EXERCISE REQUIREMENTS → Word for word, restate the lines from the start of the data down to the line with "An edit to the", both included.

───── PROVIDED RECORDS ─────

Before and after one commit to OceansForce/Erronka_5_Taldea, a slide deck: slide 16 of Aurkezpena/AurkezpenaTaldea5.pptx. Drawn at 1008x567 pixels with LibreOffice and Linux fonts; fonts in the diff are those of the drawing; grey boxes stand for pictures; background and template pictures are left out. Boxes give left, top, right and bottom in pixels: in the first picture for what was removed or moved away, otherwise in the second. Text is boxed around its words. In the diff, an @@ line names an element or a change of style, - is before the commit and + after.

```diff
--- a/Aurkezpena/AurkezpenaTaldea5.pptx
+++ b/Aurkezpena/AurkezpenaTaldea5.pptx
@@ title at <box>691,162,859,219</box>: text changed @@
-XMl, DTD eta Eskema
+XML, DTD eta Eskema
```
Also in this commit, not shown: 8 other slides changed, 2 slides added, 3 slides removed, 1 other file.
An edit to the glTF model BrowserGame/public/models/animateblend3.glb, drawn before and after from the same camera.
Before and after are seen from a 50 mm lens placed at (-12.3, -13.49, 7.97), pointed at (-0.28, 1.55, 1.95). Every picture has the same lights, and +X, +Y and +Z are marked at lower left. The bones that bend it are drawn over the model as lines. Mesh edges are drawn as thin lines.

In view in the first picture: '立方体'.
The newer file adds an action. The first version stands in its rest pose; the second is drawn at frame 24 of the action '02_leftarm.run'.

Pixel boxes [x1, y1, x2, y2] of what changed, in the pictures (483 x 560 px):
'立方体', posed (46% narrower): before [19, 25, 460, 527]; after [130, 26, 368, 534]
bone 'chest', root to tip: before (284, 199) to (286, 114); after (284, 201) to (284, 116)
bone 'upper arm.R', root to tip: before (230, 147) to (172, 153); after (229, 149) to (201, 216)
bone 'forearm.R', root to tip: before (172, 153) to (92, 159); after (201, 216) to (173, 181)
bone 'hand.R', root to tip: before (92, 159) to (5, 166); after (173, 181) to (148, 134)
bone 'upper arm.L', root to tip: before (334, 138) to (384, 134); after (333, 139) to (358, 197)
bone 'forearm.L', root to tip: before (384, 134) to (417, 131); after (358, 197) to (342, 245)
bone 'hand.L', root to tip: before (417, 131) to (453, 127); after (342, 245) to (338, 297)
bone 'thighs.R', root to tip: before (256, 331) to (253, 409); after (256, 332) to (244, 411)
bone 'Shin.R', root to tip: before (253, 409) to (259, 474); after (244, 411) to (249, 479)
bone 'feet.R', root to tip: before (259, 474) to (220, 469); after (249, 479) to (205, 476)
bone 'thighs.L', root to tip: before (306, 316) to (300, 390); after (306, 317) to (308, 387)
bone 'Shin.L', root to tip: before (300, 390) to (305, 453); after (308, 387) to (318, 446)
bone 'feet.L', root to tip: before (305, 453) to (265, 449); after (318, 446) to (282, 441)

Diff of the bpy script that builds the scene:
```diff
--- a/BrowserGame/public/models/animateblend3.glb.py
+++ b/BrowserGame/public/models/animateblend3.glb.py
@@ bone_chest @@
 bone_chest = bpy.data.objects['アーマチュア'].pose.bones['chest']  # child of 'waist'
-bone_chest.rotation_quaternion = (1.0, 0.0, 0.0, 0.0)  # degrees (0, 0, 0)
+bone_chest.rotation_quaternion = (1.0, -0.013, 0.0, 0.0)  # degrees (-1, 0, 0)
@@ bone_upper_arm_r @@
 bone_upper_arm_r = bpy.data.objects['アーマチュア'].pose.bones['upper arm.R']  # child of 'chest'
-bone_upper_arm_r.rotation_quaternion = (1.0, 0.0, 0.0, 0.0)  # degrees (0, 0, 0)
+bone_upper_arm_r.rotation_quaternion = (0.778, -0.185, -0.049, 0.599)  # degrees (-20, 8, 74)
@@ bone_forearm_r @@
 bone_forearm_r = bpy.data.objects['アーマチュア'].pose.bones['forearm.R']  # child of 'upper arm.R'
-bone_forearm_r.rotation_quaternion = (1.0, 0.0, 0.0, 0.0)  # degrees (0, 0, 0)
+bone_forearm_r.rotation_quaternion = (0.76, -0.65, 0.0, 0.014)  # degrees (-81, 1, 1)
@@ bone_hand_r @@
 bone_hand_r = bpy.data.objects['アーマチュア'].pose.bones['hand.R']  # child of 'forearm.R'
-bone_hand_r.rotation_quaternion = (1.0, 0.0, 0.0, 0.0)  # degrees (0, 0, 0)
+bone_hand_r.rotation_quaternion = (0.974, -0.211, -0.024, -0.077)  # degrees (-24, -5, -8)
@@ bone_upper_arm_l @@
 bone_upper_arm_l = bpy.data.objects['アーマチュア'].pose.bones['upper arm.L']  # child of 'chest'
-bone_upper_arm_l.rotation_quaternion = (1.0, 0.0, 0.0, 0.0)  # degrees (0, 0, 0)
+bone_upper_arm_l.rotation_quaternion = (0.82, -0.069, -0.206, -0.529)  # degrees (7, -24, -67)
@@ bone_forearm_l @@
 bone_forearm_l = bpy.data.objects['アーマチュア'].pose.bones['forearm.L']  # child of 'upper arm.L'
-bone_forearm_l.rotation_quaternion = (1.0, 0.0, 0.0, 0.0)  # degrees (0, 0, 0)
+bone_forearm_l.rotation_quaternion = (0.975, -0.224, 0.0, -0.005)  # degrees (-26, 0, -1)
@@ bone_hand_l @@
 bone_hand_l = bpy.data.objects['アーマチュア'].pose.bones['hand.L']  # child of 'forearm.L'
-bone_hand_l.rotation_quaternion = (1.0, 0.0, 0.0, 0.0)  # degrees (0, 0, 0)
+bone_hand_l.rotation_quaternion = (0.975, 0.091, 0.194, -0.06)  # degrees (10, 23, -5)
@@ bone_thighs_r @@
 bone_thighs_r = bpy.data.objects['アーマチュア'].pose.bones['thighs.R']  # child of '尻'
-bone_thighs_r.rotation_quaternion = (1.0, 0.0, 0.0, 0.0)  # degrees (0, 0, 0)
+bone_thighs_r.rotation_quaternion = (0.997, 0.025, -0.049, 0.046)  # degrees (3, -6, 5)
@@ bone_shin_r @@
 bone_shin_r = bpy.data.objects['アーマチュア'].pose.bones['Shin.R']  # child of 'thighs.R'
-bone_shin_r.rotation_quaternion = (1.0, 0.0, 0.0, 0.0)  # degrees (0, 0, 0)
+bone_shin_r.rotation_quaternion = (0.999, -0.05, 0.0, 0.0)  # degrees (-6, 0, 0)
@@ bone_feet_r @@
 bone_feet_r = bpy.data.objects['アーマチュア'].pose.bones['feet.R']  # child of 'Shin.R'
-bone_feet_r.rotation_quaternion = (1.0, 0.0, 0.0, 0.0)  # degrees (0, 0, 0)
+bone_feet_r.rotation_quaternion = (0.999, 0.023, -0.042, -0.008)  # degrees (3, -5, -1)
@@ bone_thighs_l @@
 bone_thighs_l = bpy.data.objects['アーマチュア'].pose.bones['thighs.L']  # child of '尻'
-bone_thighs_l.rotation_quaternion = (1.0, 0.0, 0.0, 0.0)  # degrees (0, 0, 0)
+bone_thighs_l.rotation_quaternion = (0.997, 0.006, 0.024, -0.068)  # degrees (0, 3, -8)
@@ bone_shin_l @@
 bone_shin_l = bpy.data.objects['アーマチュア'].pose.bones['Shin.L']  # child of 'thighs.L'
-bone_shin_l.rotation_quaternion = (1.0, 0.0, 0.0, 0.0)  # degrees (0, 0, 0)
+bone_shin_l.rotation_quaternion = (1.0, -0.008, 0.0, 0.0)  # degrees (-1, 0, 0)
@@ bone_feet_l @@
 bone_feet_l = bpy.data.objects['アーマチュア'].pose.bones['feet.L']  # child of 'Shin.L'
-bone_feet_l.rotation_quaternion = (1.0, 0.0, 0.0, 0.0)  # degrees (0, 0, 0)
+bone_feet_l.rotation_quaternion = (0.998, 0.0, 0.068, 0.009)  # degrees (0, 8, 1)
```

─────

SOLUTION TO THE EXERCISE →
Before and after one commit to OceansForce/Erronka_5_Taldea, a slide deck: slide 16 of Aurkezpena/AurkezpenaTaldea5.pptx. Drawn at 1008x567 pixels with LibreOffice and Linux fonts; fonts in the diff are those of the drawing; grey boxes stand for pictures; background and template pictures are left out. Boxes give left, top, right and bottom in pixels: in the first picture for what was removed or moved away, otherwise in the second. Text is boxed around its words. In the diff, an @@ line names an element or a change of style, - is before the commit and + after.

```diff
--- a/Aurkezpena/AurkezpenaTaldea5.pptx
+++ b/Aurkezpena/AurkezpenaTaldea5.pptx
@@ title at <box>691,162,859,219</box>: text changed @@
-XMl, DTD eta Eskema
+XML, DTD eta Eskema
```
Also in this commit, not shown: 8 other slides changed, 2 slides added, 3 slides removed, 1 other file.
An edit to the glTF model BrowserGame/public/models/animateblend3.glb, drawn before and after from the same camera.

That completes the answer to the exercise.